I. THEFT (vers. 1-5). The illustrations in the law relate to thefts of cattle. But the principles embodied apply to thefts generally (cf. ver. 7). Note -

1. The law which punishes the theft, protects the thief's life. It refuses, indeed, to be responsible for him in the event of his being smitten in the night-time, while engaged in the act of housebreaking (ver. 2) - large rights of self-defence being in this case necessary for the protection of the community. The thief might be killed under a misapprehension of his purpose; or by a blow struck at random in the darkness, and under the influence of panic; or in justifiable self-defence, in a scuffle arising from the attempt to detain him. In other circumstances, the law will not allow the thief's life to be taken (ver. 3). All the ends of justice are served by his being compelled to make restitution. Blood is not to be spilt needlessly. The killing of a thief after sunrise is to be dealt with as murder. We infer from this that theft ought not to be made a capital offence. English law, at the beginning of this century, was, in this respect, far behind the law of Moses.
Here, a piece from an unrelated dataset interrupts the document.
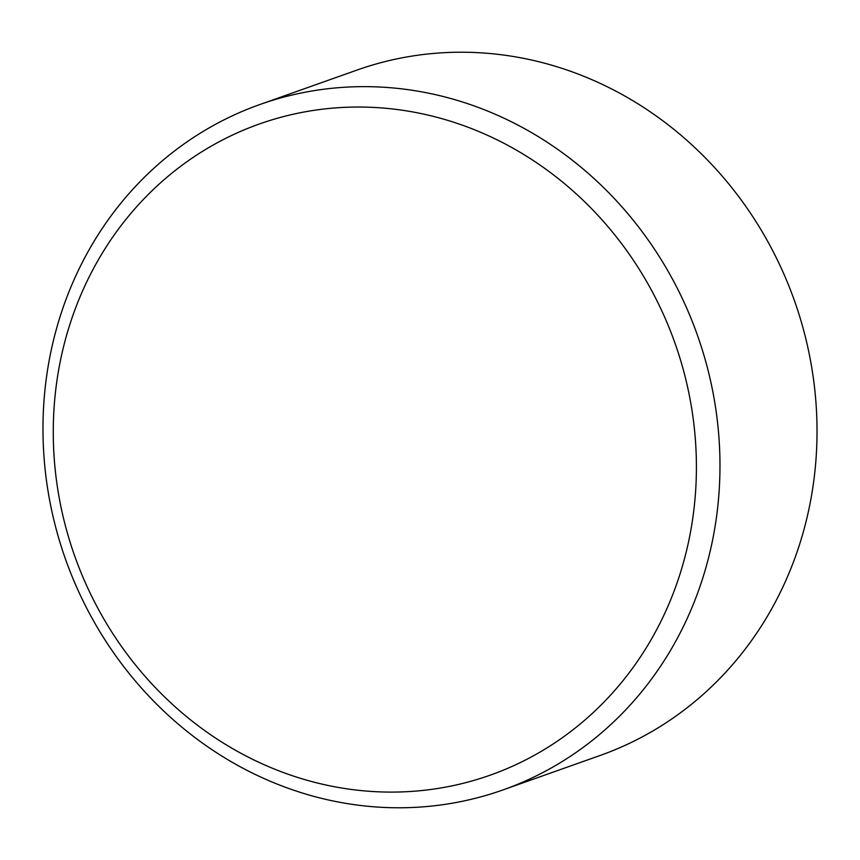 <?xml version="1.0" encoding="UTF-8"?>
<svg xmlns="http://www.w3.org/2000/svg" width="860" height="860" viewBox="0 0 860 860"><rect width="100%" height="100%" fill="white"/><g stroke="black" fill="none" stroke-linecap="round" stroke-linejoin="round"><path stroke-width="1.29" d="M696.385 462.669A345.44 318.447 -109.5 0 0 370.649 107.285A345.44 318.447 -109.5 0 0 53.288 436.461A345.44 318.447 -109.5 0 0 379.013 791.845A345.44 318.447 -109.5 0 0 696.385 462.669M43 433.418A363.619 335.207 70.5 0 1 259.913 104.511A363.619 335.207 70.5 0 1 719.949 461.003A363.619 335.207 70.5 0 1 503.035 789.91A363.619 335.207 70.5 0 1 43 433.418M259.913 104.511L356.964 70.09A363.619 335.207 70.5 0 1 817 426.581A363.619 335.207 70.5 0 1 600.087 755.488L503.035 789.91"/></g></svg>

2. Theft is to be dealt with on the principle of restitution.

(1) It calls for more than simple restitution. At most the restitution of the simple equivalent brings matters back to the position in which they were before the criminal act was committed. That position ought never to have been disturbed; and punishment is still due to the wrongdoer for having disturbed it. Hence the law that if the stolen animal is found in the thief's hand alive, he shall restore double (ver. 4); if he has gone the length of killing or selling it, he shall restore five oxen for an ox, and four sheep for a sheep (ver. 1).

(2) Penalty is proportioned to offence. Both as respects the value of the things stolen, and as respects the lengths to which criminality has proceeded.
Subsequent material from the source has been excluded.